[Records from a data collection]
________

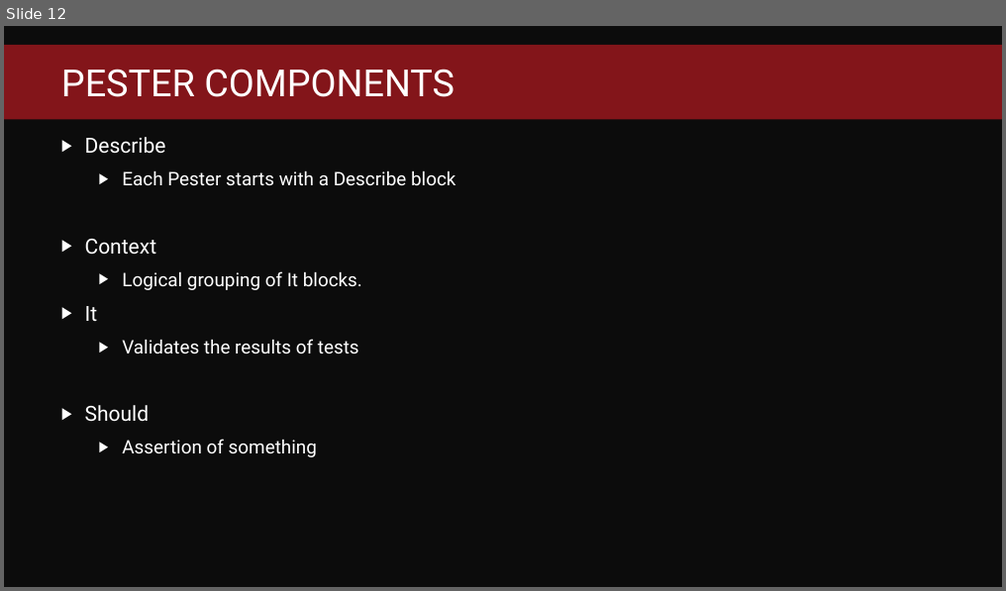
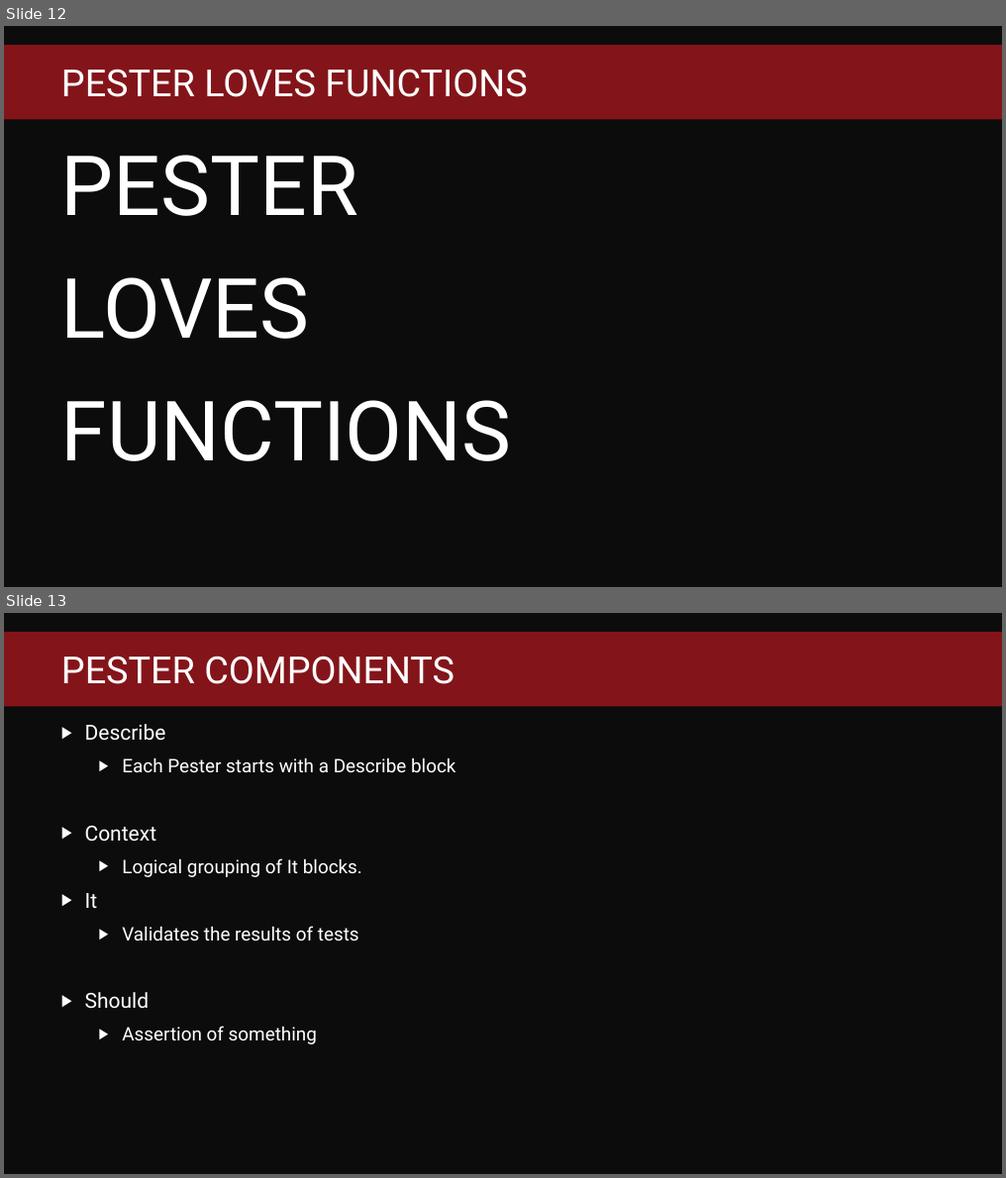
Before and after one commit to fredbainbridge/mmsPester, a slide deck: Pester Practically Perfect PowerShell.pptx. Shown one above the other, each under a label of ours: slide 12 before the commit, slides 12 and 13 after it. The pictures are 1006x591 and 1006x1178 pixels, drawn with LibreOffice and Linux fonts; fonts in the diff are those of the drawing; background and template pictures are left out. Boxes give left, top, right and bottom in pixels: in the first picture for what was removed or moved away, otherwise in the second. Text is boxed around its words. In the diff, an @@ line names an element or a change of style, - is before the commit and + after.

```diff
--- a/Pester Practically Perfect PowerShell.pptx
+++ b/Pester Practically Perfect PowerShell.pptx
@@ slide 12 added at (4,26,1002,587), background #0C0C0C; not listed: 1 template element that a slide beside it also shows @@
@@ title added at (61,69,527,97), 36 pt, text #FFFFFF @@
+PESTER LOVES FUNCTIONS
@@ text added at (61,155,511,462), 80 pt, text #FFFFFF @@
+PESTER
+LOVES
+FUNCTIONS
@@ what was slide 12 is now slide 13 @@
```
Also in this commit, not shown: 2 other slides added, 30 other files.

________

Your answer should hold every line of the entries that contains the string "added".

@@ slide 12 added at (4,26,1002,587), background #0C0C0C; not listed: 1 template element that a slide beside it also shows @@
@@ title added at (61,69,527,97), 36 pt, text #FFFFFF @@
@@ text added at (61,155,511,462), 80 pt, text #FFFFFF @@
Also in this commit, not shown: 2 other slides added, 30 other files.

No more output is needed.